(Input material begins)

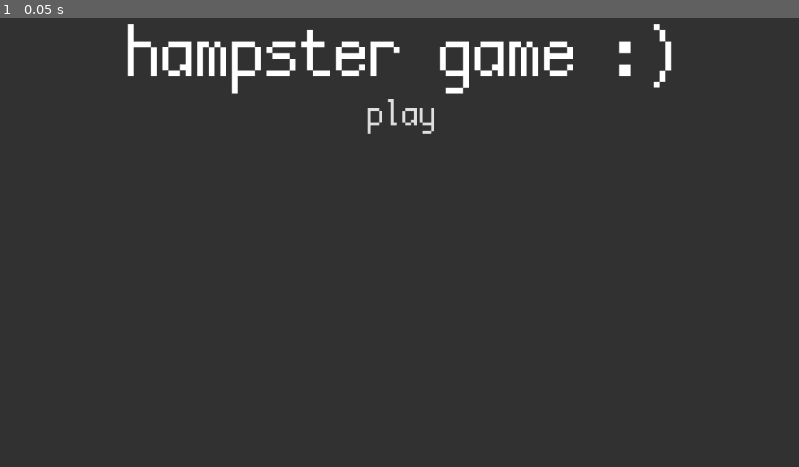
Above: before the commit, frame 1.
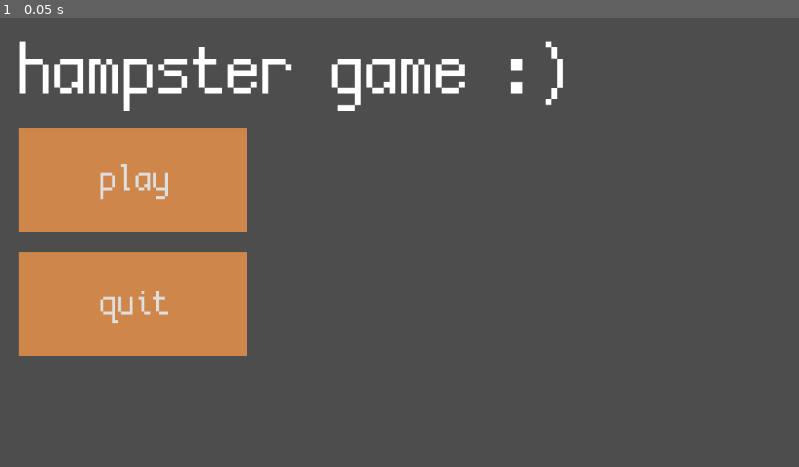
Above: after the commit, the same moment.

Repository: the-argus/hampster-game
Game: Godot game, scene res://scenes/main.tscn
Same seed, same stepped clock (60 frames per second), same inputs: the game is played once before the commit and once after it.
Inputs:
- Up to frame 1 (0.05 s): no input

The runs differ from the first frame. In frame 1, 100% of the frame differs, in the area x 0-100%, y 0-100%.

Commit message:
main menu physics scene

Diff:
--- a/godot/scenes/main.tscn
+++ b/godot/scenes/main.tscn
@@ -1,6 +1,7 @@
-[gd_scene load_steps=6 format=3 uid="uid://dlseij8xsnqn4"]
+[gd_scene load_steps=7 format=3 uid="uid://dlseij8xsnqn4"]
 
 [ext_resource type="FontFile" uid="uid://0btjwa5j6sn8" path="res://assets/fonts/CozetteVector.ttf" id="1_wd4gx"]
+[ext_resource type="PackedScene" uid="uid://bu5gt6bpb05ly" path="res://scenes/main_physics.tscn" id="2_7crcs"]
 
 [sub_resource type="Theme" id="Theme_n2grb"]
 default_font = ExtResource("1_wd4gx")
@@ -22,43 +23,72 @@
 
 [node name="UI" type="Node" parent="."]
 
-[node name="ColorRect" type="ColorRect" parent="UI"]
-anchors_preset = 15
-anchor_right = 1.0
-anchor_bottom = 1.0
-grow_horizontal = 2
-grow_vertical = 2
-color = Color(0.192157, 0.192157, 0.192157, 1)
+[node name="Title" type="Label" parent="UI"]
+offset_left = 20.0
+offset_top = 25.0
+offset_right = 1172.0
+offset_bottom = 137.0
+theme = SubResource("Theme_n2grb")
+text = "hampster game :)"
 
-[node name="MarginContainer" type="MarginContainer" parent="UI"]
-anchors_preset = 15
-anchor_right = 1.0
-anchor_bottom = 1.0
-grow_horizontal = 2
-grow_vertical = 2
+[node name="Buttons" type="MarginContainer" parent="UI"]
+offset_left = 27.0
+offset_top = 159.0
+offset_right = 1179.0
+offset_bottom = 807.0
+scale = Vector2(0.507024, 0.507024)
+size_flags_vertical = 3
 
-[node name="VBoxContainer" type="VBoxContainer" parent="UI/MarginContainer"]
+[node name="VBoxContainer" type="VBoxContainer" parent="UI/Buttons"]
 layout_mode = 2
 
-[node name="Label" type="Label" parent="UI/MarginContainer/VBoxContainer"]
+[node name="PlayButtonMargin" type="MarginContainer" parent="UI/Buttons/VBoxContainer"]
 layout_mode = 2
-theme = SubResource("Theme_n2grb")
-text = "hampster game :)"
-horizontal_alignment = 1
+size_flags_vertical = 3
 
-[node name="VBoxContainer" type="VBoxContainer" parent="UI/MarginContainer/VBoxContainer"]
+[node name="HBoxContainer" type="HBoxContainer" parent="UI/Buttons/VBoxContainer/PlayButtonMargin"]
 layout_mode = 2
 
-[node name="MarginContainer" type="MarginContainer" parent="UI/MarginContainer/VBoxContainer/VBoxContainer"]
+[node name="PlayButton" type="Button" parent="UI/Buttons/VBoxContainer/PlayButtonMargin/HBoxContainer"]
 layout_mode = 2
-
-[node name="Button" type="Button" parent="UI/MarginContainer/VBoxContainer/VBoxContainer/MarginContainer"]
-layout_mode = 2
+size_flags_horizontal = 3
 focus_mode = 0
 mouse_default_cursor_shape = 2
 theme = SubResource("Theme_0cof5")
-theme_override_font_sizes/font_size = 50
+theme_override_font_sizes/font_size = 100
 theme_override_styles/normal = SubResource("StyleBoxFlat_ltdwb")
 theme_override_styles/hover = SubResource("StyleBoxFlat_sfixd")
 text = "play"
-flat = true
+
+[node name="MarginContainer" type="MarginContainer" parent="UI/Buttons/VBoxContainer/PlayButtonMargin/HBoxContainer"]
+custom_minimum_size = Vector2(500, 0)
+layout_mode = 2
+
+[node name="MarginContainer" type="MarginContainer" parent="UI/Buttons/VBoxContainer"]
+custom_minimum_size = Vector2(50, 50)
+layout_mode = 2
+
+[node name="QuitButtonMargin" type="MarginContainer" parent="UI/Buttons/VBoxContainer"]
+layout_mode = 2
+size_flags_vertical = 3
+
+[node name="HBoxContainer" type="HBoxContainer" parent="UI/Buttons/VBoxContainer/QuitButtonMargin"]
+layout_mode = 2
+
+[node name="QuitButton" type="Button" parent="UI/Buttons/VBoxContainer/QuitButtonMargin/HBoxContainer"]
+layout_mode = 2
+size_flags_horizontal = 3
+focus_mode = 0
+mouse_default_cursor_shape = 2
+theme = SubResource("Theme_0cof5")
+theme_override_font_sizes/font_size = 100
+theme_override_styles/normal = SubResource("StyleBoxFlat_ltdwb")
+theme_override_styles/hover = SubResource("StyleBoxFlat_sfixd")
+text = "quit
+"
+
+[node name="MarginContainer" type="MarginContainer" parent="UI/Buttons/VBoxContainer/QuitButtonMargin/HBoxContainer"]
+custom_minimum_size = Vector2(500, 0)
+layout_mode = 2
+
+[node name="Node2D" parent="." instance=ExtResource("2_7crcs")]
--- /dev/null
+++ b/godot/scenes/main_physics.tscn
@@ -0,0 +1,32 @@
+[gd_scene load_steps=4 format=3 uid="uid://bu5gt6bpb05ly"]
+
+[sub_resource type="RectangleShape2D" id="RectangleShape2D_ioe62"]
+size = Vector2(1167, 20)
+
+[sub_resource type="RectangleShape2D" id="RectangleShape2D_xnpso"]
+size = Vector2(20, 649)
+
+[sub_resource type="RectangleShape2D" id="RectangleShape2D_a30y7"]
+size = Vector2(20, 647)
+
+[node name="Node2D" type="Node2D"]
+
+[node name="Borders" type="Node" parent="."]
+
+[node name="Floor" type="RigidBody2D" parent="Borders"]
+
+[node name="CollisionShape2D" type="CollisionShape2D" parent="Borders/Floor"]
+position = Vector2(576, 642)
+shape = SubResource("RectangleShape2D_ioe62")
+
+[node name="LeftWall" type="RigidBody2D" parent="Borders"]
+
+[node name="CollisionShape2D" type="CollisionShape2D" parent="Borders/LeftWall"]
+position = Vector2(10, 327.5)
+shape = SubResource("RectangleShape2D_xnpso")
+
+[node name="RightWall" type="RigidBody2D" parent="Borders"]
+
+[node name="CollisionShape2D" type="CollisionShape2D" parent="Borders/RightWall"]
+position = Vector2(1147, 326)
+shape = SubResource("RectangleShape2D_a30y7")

(Input material ends)
(Input material begins)

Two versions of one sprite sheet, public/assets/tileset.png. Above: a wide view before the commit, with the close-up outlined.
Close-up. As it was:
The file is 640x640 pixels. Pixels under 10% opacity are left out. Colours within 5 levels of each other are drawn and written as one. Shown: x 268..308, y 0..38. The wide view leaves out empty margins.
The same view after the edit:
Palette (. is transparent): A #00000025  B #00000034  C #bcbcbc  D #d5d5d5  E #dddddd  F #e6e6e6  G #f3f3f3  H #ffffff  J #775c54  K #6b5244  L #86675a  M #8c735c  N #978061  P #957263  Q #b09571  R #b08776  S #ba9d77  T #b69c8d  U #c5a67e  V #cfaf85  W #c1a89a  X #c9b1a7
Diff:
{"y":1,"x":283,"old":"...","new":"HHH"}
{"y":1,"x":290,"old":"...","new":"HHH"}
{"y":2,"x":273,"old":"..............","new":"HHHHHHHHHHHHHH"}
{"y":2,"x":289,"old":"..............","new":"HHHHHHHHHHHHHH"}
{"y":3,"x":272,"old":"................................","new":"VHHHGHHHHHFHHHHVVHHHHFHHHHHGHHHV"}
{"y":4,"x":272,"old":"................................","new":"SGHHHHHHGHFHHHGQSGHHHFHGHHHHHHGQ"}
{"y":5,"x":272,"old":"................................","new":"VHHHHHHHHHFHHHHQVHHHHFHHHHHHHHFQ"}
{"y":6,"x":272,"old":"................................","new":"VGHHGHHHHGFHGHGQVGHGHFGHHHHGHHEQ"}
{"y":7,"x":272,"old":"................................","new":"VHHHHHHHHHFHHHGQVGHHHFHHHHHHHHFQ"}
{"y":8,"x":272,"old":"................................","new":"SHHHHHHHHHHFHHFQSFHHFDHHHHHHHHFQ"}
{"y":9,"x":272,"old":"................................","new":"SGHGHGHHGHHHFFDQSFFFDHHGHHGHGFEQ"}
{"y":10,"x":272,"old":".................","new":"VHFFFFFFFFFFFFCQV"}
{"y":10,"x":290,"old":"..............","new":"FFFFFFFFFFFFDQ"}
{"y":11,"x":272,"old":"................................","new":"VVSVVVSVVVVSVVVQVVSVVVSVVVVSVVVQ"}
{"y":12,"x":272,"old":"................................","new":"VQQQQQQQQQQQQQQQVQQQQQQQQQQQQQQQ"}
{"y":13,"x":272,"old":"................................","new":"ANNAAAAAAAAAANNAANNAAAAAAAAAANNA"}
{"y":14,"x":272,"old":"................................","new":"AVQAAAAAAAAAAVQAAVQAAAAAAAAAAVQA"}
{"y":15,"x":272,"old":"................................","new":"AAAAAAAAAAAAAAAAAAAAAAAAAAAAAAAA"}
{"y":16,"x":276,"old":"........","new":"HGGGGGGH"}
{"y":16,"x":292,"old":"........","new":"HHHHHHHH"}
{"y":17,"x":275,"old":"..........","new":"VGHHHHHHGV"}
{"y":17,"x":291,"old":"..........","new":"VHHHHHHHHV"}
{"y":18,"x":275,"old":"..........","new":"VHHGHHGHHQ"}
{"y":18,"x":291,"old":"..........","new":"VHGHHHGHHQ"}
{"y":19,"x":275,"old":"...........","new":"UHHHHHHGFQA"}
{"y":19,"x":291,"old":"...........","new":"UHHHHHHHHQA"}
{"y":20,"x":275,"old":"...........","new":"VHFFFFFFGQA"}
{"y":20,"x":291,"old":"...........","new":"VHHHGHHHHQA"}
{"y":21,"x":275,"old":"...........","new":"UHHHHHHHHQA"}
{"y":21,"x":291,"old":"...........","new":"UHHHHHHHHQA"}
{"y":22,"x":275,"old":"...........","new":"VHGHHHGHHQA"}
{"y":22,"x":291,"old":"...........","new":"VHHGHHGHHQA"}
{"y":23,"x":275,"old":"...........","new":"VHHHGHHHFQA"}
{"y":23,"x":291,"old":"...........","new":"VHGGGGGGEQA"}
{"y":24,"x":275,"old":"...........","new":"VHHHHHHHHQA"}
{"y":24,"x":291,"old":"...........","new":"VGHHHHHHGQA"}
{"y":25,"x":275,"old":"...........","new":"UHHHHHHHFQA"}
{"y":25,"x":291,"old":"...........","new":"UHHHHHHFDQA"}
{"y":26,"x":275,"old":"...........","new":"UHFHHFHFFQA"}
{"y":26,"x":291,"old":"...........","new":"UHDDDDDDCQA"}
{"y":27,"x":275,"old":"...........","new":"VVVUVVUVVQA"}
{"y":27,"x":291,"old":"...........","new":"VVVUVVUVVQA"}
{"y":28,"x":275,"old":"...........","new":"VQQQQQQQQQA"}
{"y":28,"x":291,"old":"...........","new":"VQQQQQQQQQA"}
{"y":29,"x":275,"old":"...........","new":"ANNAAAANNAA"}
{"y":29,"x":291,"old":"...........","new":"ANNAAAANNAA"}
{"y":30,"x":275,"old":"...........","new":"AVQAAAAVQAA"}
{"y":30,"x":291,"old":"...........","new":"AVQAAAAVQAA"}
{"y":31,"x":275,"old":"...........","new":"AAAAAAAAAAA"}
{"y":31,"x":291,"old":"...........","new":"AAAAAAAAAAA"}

(Input material ends)

- Task to complete: Scan the data above and copy each line containing the word "SubResource".

- Solution:
+theme = SubResource("Theme_n2grb")
-theme = SubResource("Theme_n2grb")
 theme = SubResource("Theme_0cof5")
 theme_override_styles/normal = SubResource("StyleBoxFlat_ltdwb")
 theme_override_styles/hover = SubResource("StyleBoxFlat_sfixd")
+theme = SubResource("Theme_0cof5")
+theme_override_styles/normal = SubResource("StyleBoxFlat_ltdwb")
+theme_override_styles/hover = SubResource("StyleBoxFlat_sfixd")
+shape = SubResource("RectangleShape2D_ioe62")
+shape = SubResource("RectangleShape2D_xnpso")
+shape = SubResource("RectangleShape2D_a30y7")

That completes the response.